=== Section Start ===
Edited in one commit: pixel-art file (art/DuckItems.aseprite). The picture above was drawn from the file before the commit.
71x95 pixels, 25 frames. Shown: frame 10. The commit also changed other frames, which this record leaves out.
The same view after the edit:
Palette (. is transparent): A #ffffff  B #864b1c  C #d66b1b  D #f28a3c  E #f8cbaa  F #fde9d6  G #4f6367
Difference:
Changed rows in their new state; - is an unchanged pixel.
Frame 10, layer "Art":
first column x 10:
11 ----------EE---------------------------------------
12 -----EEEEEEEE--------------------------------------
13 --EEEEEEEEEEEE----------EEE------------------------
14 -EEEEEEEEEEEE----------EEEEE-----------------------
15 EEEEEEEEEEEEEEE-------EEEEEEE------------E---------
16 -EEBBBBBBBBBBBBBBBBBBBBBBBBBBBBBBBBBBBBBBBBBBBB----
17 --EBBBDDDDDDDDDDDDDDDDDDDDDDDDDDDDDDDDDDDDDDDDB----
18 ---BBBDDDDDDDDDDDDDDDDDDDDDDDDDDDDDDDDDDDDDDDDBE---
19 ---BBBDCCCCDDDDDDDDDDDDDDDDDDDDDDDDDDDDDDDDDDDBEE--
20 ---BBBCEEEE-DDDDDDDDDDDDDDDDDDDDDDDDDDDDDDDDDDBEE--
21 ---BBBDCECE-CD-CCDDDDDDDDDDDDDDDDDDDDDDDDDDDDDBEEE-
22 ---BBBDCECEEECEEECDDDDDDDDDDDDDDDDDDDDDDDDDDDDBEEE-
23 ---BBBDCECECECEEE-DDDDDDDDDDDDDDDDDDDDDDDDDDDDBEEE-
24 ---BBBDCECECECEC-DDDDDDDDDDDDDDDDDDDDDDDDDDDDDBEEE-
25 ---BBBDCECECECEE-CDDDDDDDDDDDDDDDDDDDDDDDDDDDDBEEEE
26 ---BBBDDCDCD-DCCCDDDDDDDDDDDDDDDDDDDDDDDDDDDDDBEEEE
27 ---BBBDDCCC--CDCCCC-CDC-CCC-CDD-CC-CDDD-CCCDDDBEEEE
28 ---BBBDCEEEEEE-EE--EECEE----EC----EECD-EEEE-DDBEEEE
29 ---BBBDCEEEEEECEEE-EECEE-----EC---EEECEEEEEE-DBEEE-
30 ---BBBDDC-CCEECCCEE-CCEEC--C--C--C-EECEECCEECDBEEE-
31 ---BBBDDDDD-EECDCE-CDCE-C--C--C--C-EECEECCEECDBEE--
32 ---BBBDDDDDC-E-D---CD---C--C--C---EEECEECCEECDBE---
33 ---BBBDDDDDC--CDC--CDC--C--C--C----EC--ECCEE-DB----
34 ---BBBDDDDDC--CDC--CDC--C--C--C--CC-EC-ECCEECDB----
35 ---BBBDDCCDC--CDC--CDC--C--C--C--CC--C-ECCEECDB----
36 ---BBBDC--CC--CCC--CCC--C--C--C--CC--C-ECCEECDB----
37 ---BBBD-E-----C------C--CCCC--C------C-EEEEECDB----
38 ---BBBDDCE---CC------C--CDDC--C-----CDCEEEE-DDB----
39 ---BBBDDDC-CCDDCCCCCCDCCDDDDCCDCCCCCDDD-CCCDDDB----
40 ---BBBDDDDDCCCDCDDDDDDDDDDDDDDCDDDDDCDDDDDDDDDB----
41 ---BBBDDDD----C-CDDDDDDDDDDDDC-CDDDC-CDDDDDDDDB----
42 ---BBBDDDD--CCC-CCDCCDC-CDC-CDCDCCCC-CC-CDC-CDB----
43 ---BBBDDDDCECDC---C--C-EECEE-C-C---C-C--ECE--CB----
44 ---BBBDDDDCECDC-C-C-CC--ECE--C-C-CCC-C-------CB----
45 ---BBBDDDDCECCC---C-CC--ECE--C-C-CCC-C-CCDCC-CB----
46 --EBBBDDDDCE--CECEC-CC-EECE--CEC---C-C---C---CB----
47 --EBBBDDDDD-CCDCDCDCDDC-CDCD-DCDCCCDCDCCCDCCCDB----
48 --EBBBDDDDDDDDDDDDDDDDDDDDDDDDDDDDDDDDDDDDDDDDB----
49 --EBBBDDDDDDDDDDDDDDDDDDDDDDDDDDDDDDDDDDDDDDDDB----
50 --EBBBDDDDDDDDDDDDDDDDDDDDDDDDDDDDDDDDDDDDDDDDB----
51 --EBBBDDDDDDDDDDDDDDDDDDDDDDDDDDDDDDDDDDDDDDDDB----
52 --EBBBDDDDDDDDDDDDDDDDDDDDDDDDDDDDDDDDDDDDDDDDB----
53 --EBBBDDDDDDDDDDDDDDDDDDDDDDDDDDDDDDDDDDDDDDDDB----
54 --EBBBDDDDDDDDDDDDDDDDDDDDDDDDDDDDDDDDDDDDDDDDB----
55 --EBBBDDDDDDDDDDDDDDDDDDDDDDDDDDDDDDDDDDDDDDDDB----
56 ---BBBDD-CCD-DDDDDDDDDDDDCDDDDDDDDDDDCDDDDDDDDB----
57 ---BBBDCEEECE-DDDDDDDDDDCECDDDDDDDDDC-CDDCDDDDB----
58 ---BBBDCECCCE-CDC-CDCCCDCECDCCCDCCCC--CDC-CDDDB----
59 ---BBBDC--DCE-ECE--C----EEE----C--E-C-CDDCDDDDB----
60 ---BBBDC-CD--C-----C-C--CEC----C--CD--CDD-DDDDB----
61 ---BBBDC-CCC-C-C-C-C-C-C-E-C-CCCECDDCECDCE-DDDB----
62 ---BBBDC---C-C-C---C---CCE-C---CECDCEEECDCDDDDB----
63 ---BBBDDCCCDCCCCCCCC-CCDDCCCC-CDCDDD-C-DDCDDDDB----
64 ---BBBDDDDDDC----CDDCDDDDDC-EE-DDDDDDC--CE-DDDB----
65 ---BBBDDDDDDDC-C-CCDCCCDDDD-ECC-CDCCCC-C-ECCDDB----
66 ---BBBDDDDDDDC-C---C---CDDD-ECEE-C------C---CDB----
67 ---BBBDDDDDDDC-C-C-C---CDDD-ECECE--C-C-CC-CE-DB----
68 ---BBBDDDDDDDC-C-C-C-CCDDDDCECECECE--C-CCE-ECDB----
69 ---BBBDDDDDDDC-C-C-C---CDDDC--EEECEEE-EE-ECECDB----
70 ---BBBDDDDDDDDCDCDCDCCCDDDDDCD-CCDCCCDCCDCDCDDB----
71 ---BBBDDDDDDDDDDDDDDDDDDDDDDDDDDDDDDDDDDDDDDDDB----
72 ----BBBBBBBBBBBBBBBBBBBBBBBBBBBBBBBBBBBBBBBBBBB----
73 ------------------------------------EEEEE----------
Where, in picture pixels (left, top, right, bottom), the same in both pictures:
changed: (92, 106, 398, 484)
=== Section End ===
Exercise brief - Each line in the data is to be written out precisely.

Output for this task -
Edited in one commit: pixel-art file (art/DuckItems.aseprite). The picture above was drawn from the file before the commit.
71x95 pixels, 25 frames. Shown: frame 10. The commit also changed other frames, which this record leaves out.
The same view after the edit:
Palette (. is transparent): A #ffffff  B #864b1c  C #d66b1b  D #f28a3c  E #f8cbaa  F #fde9d6  G #4f6367
Difference:
Changed rows in their new state; - is an unchanged pixel.
Frame 10, layer "Art":
first column x 10:
11 ----------EE---------------------------------------
12 -----EEEEEEEE--------------------------------------
13 --EEEEEEEEEEEE----------EEE------------------------
14 -EEEEEEEEEEEE----------EEEEE-----------------------
15 EEEEEEEEEEEEEEE-------EEEEEEE------------E---------
16 -EEBBBBBBBBBBBBBBBBBBBBBBBBBBBBBBBBBBBBBBBBBBBB----
17 --EBBBDDDDDDDDDDDDDDDDDDDDDDDDDDDDDDDDDDDDDDDDB----
18 ---BBBDDDDDDDDDDDDDDDDDDDDDDDDDDDDDDDDDDDDDDDDBE---
19 ---BBBDCCCCDDDDDDDDDDDDDDDDDDDDDDDDDDDDDDDDDDDBEE--
20 ---BBBCEEEE-DDDDDDDDDDDDDDDDDDDDDDDDDDDDDDDDDDBEE--
21 ---BBBDCECE-CD-CCDDDDDDDDDDDDDDDDDDDDDDDDDDDDDBEEE-
22 ---BBBDCECEEECEEECDDDDDDDDDDDDDDDDDDDDDDDDDDDDBEEE-
23 ---BBBDCECECECEEE-DDDDDDDDDDDDDDDDDDDDDDDDDDDDBEEE-
24 ---BBBDCECECECEC-DDDDDDDDDDDDDDDDDDDDDDDDDDDDDBEEE-
25 ---BBBDCECECECEE-CDDDDDDDDDDDDDDDDDDDDDDDDDDDDBEEEE
26 ---BBBDDCDCD-DCCCDDDDDDDDDDDDDDDDDDDDDDDDDDDDDBEEEE
27 ---BBBDDCCC--CDCCCC-CDC-CCC-CDD-CC-CDDD-CCCDDDBEEEE
28 ---BBBDCEEEEEE-EE--EECEE----EC----EECD-EEEE-DDBEEEE
29 ---BBBDCEEEEEECEEE-EECEE-----EC---EEECEEEEEE-DBEEE-
30 ---BBBDDC-CCEECCCEE-CCEEC--C--C--C-EECEECCEECDBEEE-
31 ---BBBDDDDD-EECDCE-CDCE-C--C--C--C-EECEECCEECDBEE--
32 ---BBBDDDDDC-E-D---CD---C--C--C---EEECEECCEECDBE---
33 ---BBBDDDDDC--CDC--CDC--C--C--C----EC--ECCEE-DB----
34 ---BBBDDDDDC--CDC--CDC--C--C--C--CC-EC-ECCEECDB----
35 ---BBBDDCCDC--CDC--CDC--C--C--C--CC--C-ECCEECDB----
36 ---BBBDC--CC--CCC--CCC--C--C--C--CC--C-ECCEECDB----
37 ---BBBD-E-----C------C--CCCC--C------C-EEEEECDB----
38 ---BBBDDCE---CC------C--CDDC--C-----CDCEEEE-DDB----
39 ---BBBDDDC-CCDDCCCCCCDCCDDDDCCDCCCCCDDD-CCCDDDB----
40 ---BBBDDDDDCCCDCDDDDDDDDDDDDDDCDDDDDCDDDDDDDDDB----
41 ---BBBDDDD----C-CDDDDDDDDDDDDC-CDDDC-CDDDDDDDDB----
42 ---BBBDDDD--CCC-CCDCCDC-CDC-CDCDCCCC-CC-CDC-CDB----
43 ---BBBDDDDCECDC---C--C-EECEE-C-C---C-C--ECE--CB----
44 ---BBBDDDDCECDC-C-C-CC--ECE--C-C-CCC-C-------CB----
45 ---BBBDDDDCECCC---C-CC--ECE--C-C-CCC-C-CCDCC-CB----
46 --EBBBDDDDCE--CECEC-CC-EECE--CEC---C-C---C---CB----
47 --EBBBDDDDD-CCDCDCDCDDC-CDCD-DCDCCCDCDCCCDCCCDB----
48 --EBBBDDDDDDDDDDDDDDDDDDDDDDDDDDDDDDDDDDDDDDDDB----
49 --EBBBDDDDDDDDDDDDDDDDDDDDDDDDDDDDDDDDDDDDDDDDB----
50 --EBBBDDDDDDDDDDDDDDDDDDDDDDDDDDDDDDDDDDDDDDDDB----
51 --EBBBDDDDDDDDDDDDDDDDDDDDDDDDDDDDDDDDDDDDDDDDB----
52 --EBBBDDDDDDDDDDDDDDDDDDDDDDDDDDDDDDDDDDDDDDDDB----
53 --EBBBDDDDDDDDDDDDDDDDDDDDDDDDDDDDDDDDDDDDDDDDB----
54 --EBBBDDDDDDDDDDDDDDDDDDDDDDDDDDDDDDDDDDDDDDDDB----
55 --EBBBDDDDDDDDDDDDDDDDDDDDDDDDDDDDDDDDDDDDDDDDB----
56 ---BBBDD-CCD-DDDDDDDDDDDDCDDDDDDDDDDDCDDDDDDDDB----
57 ---BBBDCEEECE-DDDDDDDDDDCECDDDDDDDDDC-CDDCDDDDB----
58 ---BBBDCECCCE-CDC-CDCCCDCECDCCCDCCCC--CDC-CDDDB----
59 ---BBBDC--DCE-ECE--C----EEE----C--E-C-CDDCDDDDB----
60 ---BBBDC-CD--C-----C-C--CEC----C--CD--CDD-DDDDB----
61 ---BBBDC-CCC-C-C-C-C-C-C-E-C-CCCECDDCECDCE-DDDB----
62 ---BBBDC---C-C-C---C---CCE-C---CECDCEEECDCDDDDB----
63 ---BBBDDCCCDCCCCCCCC-CCDDCCCC-CDCDDD-C-DDCDDDDB----
64 ---BBBDDDDDDC----CDDCDDDDDC-EE-DDDDDDC--CE-DDDB----
65 ---BBBDDDDDDDC-C-CCDCCCDDDD-ECC-CDCCCC-C-ECCDDB----
66 ---BBBDDDDDDDC-C---C---CDDD-ECEE-C------C---CDB----
67 ---BBBDDDDDDDC-C-C-C---CDDD-ECECE--C-C-CC-CE-DB----
68 ---BBBDDDDDDDC-C-C-C-CCDDDDCECECECE--C-CCE-ECDB----
69 ---BBBDDDDDDDC-C-C-C---CDDDC--EEECEEE-EE-ECECDB----
70 ---BBBDDDDDDDDCDCDCDCCCDDDDDCD-CCDCCCDCCDCDCDDB----
71 ---BBBDDDDDDDDDDDDDDDDDDDDDDDDDDDDDDDDDDDDDDDDB----
72 ----BBBBBBBBBBBBBBBBBBBBBBBBBBBBBBBBBBBBBBBBBBB----
73 ------------------------------------EEEEE----------
Where, in picture pixels (left, top, right, bottom), the same in both pictures:
changed: (92, 106, 398, 484)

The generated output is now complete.